_WORK TASK_:
If you see a picture in the data below, omit it and copy the rest exactly.

_INPUT DATA_:
BEGIN

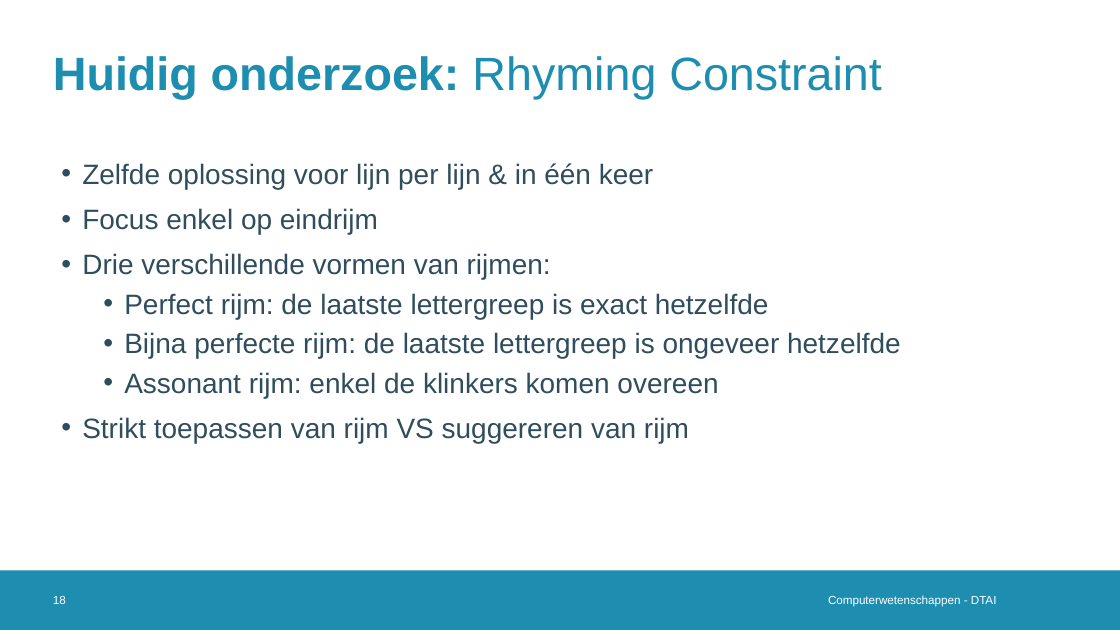
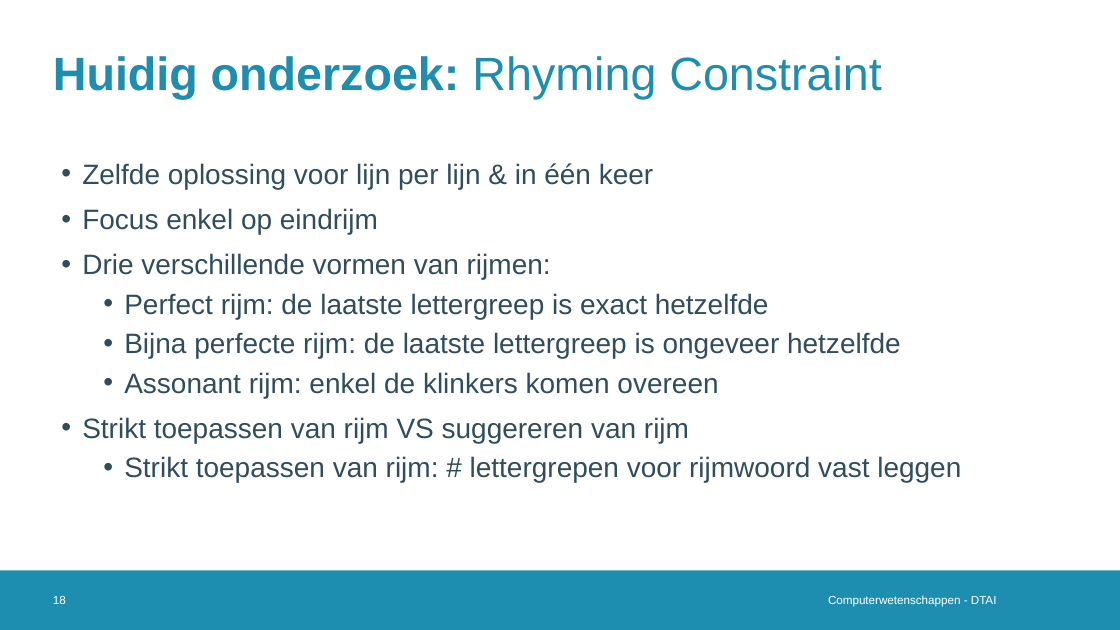
Before and after one commit to Alintermans/Thesis, a slide deck: slide 18 of Presentations/Third Intermediate Presentation/Presentation.pptx. Drawn at 1120x630 pixels with LibreOffice and Linux fonts; fonts in the diff are those of the drawing; background and template pictures are left out. Boxes give left, top, right and bottom in pixels: in the first picture for what was removed or moved away, otherwise in the second. Text is boxed around its words. In the diff, an @@ line names an element or a change of style, - is before the commit and + after.

```diff
--- a/Presentations/Third Intermediate Presentation/Presentation.pptx
+++ b/Presentations/Third Intermediate Presentation/Presentation.pptx
@@ text at box(124, 456, 961, 482): paragraph added @@
+  • Strikt toepassen van rijm: # lettergrepen voor rijmwoord vast leggen
```
Also in this commit, not shown: 12 other slides changed, 1 slide removed, 2 other files.

END

_RESULT OF THE TASK_:
Before and after one commit to Alintermans/Thesis, a slide deck: slide 18 of Presentations/Third Intermediate Presentation/Presentation.pptx. Drawn at 1120x630 pixels with LibreOffice and Linux fonts; fonts in the diff are those of the drawing; background and template pictures are left out. Boxes give left, top, right and bottom in pixels: in the first picture for what was removed or moved away, otherwise in the second. Text is boxed around its words. In the diff, an @@ line names an element or a change of style, - is before the commit and + after.

```diff
--- a/Presentations/Third Intermediate Presentation/Presentation.pptx
+++ b/Presentations/Third Intermediate Presentation/Presentation.pptx
@@ text at box(124, 456, 961, 482): paragraph added @@
+  • Strikt toepassen van rijm: # lettergrepen voor rijmwoord vast leggen
```
Also in this commit, not shown: 12 other slides changed, 1 slide removed, 2 other files.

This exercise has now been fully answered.